Rachel glanced from him to her father, then nodded. “Sure. Just for a moment.” She composed her features again. Businesslike. He suspected this was the face many of her clients and co-workers saw every day and for some reason he liked the annoyed look she had just given him much better. Made her seem more approachable.
Eli slipped his hands in the back pockets of his jeans and decided that being straightforward was the way to go with this woman. “If you can’t take care of Gracie, I’m sure I could find an alternative for you.”
Rachel’s eyes narrowed. “I don’t need an alternative. She’s my sister. I can see to her care.”
Her assured statement surprised him.

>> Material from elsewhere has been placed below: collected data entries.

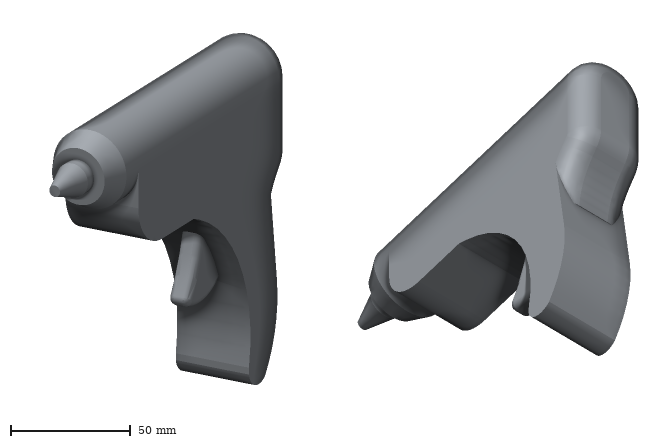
import cadquery as cq
import math

LENGTH = 170.0
WIDTH = 35.0
BARREL_RADIUS = WIDTH / 2
EDGE_ROUND = 10.0

BARREL_END = 140.0
NOSE_END = 150.0
NOSE_RADIUS = 12.5
COLLAR_END = 155.0
COLLAR_RADIUS = 7.5
TIP_RADIUS = 2.5

HOUSING_FRONT = 129.9
HOUSING_BOTTOM = -37.5
HOUSING_CORNER = -HOUSING_BOTTOM - BARREL_RADIUS

REAR_BOTTOM = -32.3
REAR_BEND_RADIUS = 13.1
REAR_BEND_ANGLE = math.radians(39.5)
SLOPE_LENGTH = 4.2
WEB_FOOT = (14.6, -66.8)
WEB_INSIDE = 30.6

GRIP_TOP_REAR = (18.0, -43.0)
GRIP_WAIST = (12.2, -87.9)
GRIP_HEEL = (22.3, -127.2)
GRIP_BOTTOM = (27.4, -129.2)
GRIP_TOE = (36.0, -122.2)
GRIP_FRONT_FOOT = (36.0, -119.2)
FINGER_ARC_MIDDLE = (40.1, -78.4)
FINGER_ARC_TOP = (78.2, -39.5)
BEND_END = 83.0

TRIGGER_WIDTH = 10.0
TRIGGER_ROUND = 3.0
TRIGGER_TIP_ROUND = 3.2
TRIGGER_TIP = (66.6, -84.5)
TRIGGER_HEEL = (37.4, -80.5)
TRIGGER_BOTTOM = (54.7, -87.5)
TRIGGER_FRONT = (58.5, -68.5)
TRIGGER_ROOT = (52.5, -45.0)
TRIGGER_BACK = (27.2, -73.1)


def side_sketch(start):
    plane = cq.Plane(origin=(0, 0, 0), xDir=(0, -1, 0), normal=(-1, 0, 0))
    return cq.Workplane(plane).moveTo(*start)


def make_barrel():
    """Barrel, nose cone, collar and nozzle turned about the barrel axis."""
    profile = (
        side_sketch((0, 0))
        .lineTo(0, BARREL_RADIUS - EDGE_ROUND)
        .radiusArc((EDGE_ROUND, BARREL_RADIUS), EDGE_ROUND)
        .lineTo(BARREL_END, BARREL_RADIUS)
        .lineTo(NOSE_END, NOSE_RADIUS)
        .lineTo(NOSE_END, COLLAR_RADIUS)
        .lineTo(COLLAR_END, COLLAR_RADIUS)
        .lineTo(LENGTH, TIP_RADIUS)
        .lineTo(LENGTH, 0)
        .close()
    )
    return profile.revolve(360, (0, 0), (1, 0))


def make_rear_web():
    """Rear of the housing, with both long rear edges rounded."""
    bend_end = (
        REAR_BEND_RADIUS * (1 - math.cos(REAR_BEND_ANGLE)),
        REAR_BOTTOM - REAR_BEND_RADIUS * math.sin(REAR_BEND_ANGLE),
    )
    slope_end = (
        bend_end[0] + SLOPE_LENGTH * math.sin(REAR_BEND_ANGLE),
        bend_end[1] - SLOPE_LENGTH * math.cos(REAR_BEND_ANGLE),
    )
    web = (
        side_sketch((0, 0))
        .lineTo(0, REAR_BOTTOM)
        .radiusArc(bend_end, -REAR_BEND_RADIUS)
        .lineTo(*slope_end)
        .tangentArcPoint(WEB_FOOT, relative=False)
        .lineTo(WEB_INSIDE, WEB_FOOT[1])
        .lineTo(WEB_INSIDE, 0)
        .close()
        .extrude(WIDTH / 2, both=True)
    )
    rear_edges = web.faces("|X").edges("|Z").edges(">Y")
    return rear_edges.fillet(EDGE_ROUND)


def make_grip():
    """Front of the housing and the flat-sided grip."""
    outline = (
        side_sketch((GRIP_TOP_REAR[0], 0))
        .lineTo(*GRIP_TOP_REAR)
        .lineTo(*GRIP_WAIST)
        .tangentArcPoint(GRIP_HEEL, relative=False)
        .threePointArc(GRIP_BOTTOM, GRIP_TOE)
        .lineTo(*GRIP_FRONT_FOOT)
        .threePointArc(FINGER_ARC_MIDDLE, FINGER_ARC_TOP)
        .tangentArcPoint((BEND_END, HOUSING_BOTTOM), relative=False)
        .lineTo(HOUSING_FRONT - HOUSING_CORNER, HOUSING_BOTTOM)
        .radiusArc((HOUSING_FRONT, -BARREL_RADIUS), -HOUSING_CORNER)
        .lineTo(HOUSING_FRONT, 0)
        .close()
    )
    return outline.extrude(WIDTH / 2, both=True)


def make_trigger():
    """Curved trigger with a rounded rim, rooted inside the grip."""
    blade = (
        side_sketch(TRIGGER_ROOT)
        .threePointArc(TRIGGER_FRONT, TRIGGER_TIP)
        .threePointArc(TRIGGER_BOTTOM, TRIGGER_HEEL)
        .lineTo(*TRIGGER_BACK)
        .close()
        .extrude(TRIGGER_WIDTH / 2, both=True)
    )
    blade = blade.edges("|X").edges("<Y").fillet(TRIGGER_TIP_ROUND)
    return blade.faces("|X").edges().fillet(TRIGGER_ROUND)


result = make_barrel().union(make_rear_web()).union(make_grip()).union(make_trigger())

He thought he was offering her a reasonable out. But it didn’t sound like she wanted to take it.
“I’ve never taken care of a toddler before, but…” Her confident voice faltered for a moment. Then she lifted her chin and held his gaze as if underlining her next statement.
“I will do this.”
And for a moment, a grudging admiration snaked past his concern. She was loyal, he gave her that. “I can give you what information you need if you are willing to come to my office,” he said. “Can you bring Gracie by after this?”
Again a heartbeat of hesitation. “I can give you half an hour,” she said.
Eli wondered what Rachel was going to do with Gracie after that. One thing was for sure. In spite of her insistence that she could take care of Gracie, he knew he would have to keep a close eye on the little girl. He wasn’t going to let her care suffer for the sake of this Rachel woman’s pride.
“I’ll see you there in about twenty minutes.”
She nodded, then swept past him, leaving in her wake a vague scent of peaches and almonds. But as she walked away, he wasn’t surprised to see her pull out her Palm Pilot and then her cell phone.
He blew out a sigh as he caught sight of the clock in the outpatient department. Three o’clock. He had hoped to get some work done on his house today. He guessed that would have to wait.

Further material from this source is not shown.